WHAT TO WORK ON – Return the data given below exactly as it appears.

*** Opening of DATA EXCERPTS ***

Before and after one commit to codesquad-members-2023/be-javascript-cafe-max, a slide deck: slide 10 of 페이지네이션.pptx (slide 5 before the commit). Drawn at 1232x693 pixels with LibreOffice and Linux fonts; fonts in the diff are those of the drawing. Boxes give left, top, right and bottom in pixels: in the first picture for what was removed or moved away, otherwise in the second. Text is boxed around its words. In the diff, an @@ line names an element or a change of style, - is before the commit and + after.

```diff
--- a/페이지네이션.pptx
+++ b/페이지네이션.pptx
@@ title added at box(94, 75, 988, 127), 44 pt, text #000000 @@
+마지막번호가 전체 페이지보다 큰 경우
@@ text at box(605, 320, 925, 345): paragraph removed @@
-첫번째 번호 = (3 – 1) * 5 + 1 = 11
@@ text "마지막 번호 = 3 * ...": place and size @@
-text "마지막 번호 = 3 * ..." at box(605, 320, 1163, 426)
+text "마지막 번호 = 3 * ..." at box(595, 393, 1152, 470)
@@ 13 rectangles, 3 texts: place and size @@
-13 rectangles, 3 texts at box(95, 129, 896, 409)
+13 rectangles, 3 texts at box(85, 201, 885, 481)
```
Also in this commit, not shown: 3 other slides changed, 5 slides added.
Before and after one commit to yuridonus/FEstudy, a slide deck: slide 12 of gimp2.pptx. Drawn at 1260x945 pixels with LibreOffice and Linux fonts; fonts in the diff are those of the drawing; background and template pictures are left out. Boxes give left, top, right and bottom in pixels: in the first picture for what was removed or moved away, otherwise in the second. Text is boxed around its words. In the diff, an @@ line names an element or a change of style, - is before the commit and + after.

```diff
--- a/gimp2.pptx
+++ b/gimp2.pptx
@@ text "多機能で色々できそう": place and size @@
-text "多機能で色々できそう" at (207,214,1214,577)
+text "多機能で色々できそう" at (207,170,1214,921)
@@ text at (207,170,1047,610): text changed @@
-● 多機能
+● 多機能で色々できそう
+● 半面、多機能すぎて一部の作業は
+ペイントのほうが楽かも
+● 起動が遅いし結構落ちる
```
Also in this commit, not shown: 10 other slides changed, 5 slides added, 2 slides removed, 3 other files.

*** Close of DATA EXCERPTS ***

EXERCISE RESULT –
Before and after one commit to codesquad-members-2023/be-javascript-cafe-max, a slide deck: slide 10 of 페이지네이션.pptx (slide 5 before the commit). Drawn at 1232x693 pixels with LibreOffice and Linux fonts; fonts in the diff are those of the drawing. Boxes give left, top, right and bottom in pixels: in the first picture for what was removed or moved away, otherwise in the second. Text is boxed around its words. In the diff, an @@ line names an element or a change of style, - is before the commit and + after.

```diff
--- a/페이지네이션.pptx
+++ b/페이지네이션.pptx
@@ title added at box(94, 75, 988, 127), 44 pt, text #000000 @@
+마지막번호가 전체 페이지보다 큰 경우
@@ text at box(605, 320, 925, 345): paragraph removed @@
-첫번째 번호 = (3 – 1) * 5 + 1 = 11
@@ text "마지막 번호 = 3 * ...": place and size @@
-text "마지막 번호 = 3 * ..." at box(605, 320, 1163, 426)
+text "마지막 번호 = 3 * ..." at box(595, 393, 1152, 470)
@@ 13 rectangles, 3 texts: place and size @@
-13 rectangles, 3 texts at box(95, 129, 896, 409)
+13 rectangles, 3 texts at box(85, 201, 885, 481)
```
Also in this commit, not shown: 3 other slides changed, 5 slides added.
Before and after one commit to yuridonus/FEstudy, a slide deck: slide 12 of gimp2.pptx. Drawn at 1260x945 pixels with LibreOffice and Linux fonts; fonts in the diff are those of the drawing; background and template pictures are left out. Boxes give left, top, right and bottom in pixels: in the first picture for what was removed or moved away, otherwise in the second. Text is boxed around its words. In the diff, an @@ line names an element or a change of style, - is before the commit and + after.

```diff
--- a/gimp2.pptx
+++ b/gimp2.pptx
@@ text "多機能で色々できそう": place and size @@
-text "多機能で色々できそう" at (207,214,1214,577)
+text "多機能で色々できそう" at (207,170,1214,921)
@@ text at (207,170,1047,610): text changed @@
-● 多機能
+● 多機能で色々できそう
+● 半面、多機能すぎて一部の作業は
+ペイントのほうが楽かも
+● 起動が遅いし結構落ちる
```
Also in this commit, not shown: 10 other slides changed, 5 slides added, 2 slides removed, 3 other files.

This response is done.